• **WHAT THE EXERCISE ASKS**: Gather every line below where "wall" appears.

══ MATERIAL SUPPLIED ══

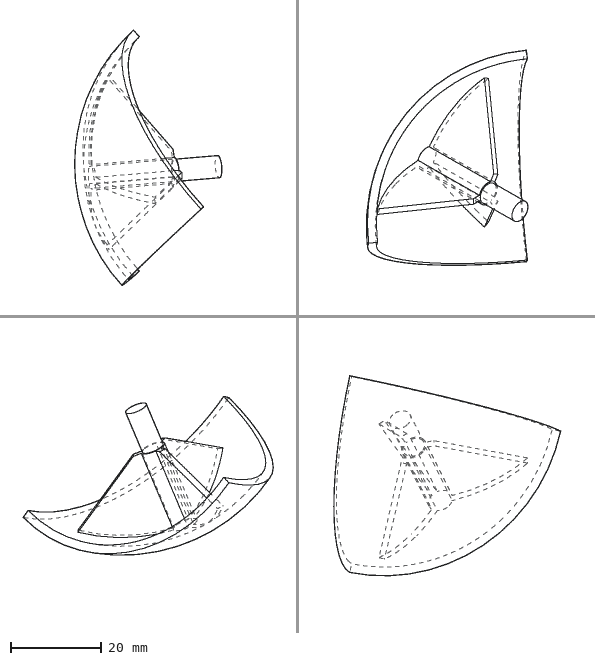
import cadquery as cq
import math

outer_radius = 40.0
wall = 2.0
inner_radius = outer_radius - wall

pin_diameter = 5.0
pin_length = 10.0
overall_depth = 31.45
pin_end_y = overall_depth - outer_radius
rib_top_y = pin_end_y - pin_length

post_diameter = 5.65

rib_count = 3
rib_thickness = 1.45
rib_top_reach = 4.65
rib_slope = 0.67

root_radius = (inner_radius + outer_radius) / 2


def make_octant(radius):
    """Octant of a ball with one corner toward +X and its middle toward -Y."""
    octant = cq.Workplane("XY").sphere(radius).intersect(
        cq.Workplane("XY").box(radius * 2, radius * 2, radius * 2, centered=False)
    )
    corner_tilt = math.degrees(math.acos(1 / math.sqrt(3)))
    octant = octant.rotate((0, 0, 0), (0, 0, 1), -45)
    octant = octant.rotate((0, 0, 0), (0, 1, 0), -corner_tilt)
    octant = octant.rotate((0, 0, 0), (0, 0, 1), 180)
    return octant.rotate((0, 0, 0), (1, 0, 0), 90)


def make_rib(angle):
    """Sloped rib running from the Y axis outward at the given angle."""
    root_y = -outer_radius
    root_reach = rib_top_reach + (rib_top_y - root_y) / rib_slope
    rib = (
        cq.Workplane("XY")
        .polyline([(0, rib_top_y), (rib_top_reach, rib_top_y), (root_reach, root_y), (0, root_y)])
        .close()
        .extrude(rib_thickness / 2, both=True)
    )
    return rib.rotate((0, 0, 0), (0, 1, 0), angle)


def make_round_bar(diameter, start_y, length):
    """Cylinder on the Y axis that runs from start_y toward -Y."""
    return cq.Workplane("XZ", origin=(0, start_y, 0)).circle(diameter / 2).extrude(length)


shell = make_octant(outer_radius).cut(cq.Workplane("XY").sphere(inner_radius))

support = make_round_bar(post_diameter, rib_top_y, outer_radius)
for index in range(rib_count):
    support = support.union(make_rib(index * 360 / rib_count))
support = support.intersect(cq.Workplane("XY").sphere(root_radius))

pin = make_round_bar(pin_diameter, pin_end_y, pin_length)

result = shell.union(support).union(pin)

═══
══ MATERIAL SUPPLIED ══

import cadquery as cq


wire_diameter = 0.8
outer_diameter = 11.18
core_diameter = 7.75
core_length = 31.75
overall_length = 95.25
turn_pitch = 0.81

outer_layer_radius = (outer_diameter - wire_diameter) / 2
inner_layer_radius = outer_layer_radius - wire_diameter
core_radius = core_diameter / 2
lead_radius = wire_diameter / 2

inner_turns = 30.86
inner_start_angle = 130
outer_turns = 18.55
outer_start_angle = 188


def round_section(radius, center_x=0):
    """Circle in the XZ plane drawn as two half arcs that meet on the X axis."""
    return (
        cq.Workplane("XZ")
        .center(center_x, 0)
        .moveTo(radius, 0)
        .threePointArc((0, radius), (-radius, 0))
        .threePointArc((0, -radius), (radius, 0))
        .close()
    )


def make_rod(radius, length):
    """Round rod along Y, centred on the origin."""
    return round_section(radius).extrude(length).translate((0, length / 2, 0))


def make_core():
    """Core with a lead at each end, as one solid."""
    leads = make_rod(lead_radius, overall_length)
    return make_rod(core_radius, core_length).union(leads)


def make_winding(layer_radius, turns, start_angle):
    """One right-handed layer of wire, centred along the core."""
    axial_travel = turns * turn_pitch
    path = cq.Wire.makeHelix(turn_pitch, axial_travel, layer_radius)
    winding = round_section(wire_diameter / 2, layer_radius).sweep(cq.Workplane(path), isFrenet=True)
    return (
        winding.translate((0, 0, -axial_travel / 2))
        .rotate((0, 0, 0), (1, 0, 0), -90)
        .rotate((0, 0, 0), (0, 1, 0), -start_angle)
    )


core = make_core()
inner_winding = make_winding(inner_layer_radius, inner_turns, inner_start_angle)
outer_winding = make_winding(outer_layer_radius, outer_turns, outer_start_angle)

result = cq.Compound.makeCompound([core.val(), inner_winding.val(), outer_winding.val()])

═══
══ MATERIAL SUPPLIED ══

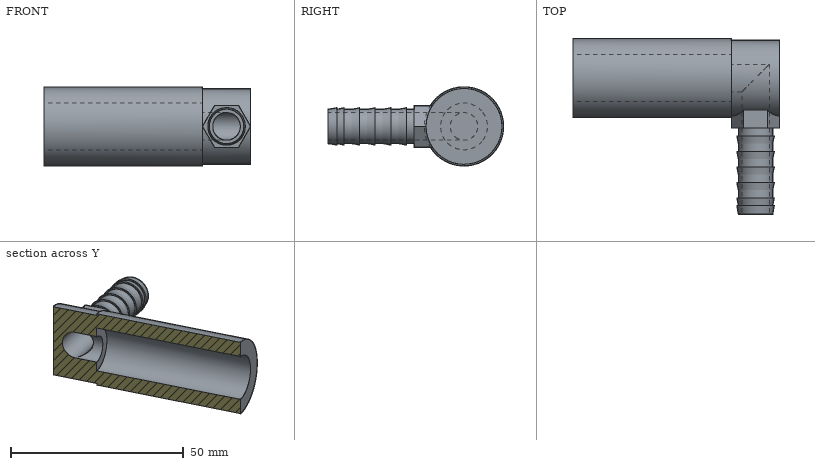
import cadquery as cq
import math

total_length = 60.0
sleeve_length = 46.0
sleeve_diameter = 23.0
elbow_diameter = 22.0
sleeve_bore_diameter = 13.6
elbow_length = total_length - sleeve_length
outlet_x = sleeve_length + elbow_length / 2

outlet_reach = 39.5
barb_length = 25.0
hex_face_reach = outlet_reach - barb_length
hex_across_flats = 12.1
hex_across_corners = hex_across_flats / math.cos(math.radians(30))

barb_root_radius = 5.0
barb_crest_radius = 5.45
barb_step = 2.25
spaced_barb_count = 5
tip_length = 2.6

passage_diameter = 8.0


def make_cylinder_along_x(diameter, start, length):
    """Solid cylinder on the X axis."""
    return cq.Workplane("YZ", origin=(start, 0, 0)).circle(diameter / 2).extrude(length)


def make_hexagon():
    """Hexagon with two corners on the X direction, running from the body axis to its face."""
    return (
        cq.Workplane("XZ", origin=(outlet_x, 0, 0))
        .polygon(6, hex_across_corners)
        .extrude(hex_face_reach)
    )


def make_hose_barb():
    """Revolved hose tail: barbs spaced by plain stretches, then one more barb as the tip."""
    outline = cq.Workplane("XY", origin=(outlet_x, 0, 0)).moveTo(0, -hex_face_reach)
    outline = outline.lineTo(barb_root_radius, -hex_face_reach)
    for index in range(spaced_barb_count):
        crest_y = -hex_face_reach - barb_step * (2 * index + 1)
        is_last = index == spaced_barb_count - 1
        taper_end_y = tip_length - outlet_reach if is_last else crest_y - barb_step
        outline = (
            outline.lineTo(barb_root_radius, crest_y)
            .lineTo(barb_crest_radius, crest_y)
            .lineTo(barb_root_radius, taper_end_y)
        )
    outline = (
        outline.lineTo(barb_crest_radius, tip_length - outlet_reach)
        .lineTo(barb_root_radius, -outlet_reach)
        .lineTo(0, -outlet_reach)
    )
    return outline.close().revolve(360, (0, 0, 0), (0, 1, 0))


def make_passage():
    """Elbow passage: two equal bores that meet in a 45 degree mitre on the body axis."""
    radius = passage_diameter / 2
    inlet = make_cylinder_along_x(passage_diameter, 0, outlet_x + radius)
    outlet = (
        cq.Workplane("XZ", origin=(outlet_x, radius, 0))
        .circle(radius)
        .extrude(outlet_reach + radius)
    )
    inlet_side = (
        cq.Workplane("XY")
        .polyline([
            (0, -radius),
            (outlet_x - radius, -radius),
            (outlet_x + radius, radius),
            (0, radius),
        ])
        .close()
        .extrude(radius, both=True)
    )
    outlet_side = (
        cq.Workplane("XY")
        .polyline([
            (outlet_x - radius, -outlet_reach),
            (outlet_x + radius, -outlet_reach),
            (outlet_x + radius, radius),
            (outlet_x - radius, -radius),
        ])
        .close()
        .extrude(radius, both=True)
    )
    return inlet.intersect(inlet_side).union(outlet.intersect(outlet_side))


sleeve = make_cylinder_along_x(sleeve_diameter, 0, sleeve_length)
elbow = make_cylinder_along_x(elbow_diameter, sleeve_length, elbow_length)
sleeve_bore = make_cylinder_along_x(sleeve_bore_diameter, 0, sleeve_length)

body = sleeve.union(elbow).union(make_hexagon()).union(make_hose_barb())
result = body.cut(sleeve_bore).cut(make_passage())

═══

• **REPLY**:
wall = 2.0
inner_radius = outer_radius - wall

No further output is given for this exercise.